Task prompt — Below are the records; collect from them each line containing the string "rounded".

Collected data entries —
=== Section Start ===
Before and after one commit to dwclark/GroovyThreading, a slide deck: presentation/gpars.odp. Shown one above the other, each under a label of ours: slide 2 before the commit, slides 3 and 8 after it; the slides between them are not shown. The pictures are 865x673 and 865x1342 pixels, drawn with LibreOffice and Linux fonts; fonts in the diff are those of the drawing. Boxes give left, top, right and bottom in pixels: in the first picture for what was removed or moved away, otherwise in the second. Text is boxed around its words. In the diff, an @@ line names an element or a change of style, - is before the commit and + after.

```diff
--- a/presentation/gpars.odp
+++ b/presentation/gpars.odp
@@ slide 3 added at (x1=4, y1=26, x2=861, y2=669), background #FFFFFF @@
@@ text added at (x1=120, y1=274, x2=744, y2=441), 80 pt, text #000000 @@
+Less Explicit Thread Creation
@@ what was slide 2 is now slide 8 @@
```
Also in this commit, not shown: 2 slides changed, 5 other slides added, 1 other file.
=== Section End ===
=== Section Start ===
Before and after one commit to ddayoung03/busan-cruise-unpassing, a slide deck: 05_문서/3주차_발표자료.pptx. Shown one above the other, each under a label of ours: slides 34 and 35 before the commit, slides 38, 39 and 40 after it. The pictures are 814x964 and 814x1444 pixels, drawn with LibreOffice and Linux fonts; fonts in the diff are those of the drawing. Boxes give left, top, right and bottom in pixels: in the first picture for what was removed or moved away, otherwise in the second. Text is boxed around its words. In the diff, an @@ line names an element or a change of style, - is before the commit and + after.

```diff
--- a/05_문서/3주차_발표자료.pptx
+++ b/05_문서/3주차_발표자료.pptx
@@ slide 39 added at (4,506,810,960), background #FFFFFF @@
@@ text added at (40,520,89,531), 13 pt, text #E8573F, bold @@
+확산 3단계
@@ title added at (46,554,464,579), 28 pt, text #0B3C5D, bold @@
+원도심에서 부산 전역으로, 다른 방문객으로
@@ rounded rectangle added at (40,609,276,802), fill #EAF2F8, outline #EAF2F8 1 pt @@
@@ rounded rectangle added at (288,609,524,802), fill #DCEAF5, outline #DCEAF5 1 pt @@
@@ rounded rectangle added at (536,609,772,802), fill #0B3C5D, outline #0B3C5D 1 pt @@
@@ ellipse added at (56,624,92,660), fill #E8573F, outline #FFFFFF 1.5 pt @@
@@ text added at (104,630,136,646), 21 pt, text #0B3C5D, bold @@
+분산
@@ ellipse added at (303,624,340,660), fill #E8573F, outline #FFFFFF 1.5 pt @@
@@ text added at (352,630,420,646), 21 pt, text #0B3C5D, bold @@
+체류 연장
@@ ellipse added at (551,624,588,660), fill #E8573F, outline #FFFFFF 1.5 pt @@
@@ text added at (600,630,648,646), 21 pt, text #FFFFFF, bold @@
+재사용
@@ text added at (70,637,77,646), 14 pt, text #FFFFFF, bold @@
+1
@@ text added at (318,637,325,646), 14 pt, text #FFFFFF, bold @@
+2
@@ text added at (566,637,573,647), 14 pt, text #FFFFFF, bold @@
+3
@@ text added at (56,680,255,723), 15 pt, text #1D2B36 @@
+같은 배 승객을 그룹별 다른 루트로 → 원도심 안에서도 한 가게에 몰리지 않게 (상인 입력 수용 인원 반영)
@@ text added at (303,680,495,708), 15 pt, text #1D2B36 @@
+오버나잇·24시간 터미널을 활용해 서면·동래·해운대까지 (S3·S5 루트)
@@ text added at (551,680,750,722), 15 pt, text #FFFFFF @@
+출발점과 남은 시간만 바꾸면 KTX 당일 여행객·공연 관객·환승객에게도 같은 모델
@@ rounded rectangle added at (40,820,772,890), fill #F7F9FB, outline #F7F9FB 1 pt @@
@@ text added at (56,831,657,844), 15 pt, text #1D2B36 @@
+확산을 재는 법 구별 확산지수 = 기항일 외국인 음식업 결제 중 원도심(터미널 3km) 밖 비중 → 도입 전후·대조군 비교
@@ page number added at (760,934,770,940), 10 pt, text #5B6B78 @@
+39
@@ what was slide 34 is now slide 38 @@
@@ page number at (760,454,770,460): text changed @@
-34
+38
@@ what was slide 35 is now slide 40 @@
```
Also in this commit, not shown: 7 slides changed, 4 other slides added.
=== Section End ===
Response below —
@@ rounded rectangle added at (40,609,276,802), fill #EAF2F8, outline #EAF2F8 1 pt @@
@@ rounded rectangle added at (288,609,524,802), fill #DCEAF5, outline #DCEAF5 1 pt @@
@@ rounded rectangle added at (536,609,772,802), fill #0B3C5D, outline #0B3C5D 1 pt @@
@@ rounded rectangle added at (40,820,772,890), fill #F7F9FB, outline #F7F9FB 1 pt @@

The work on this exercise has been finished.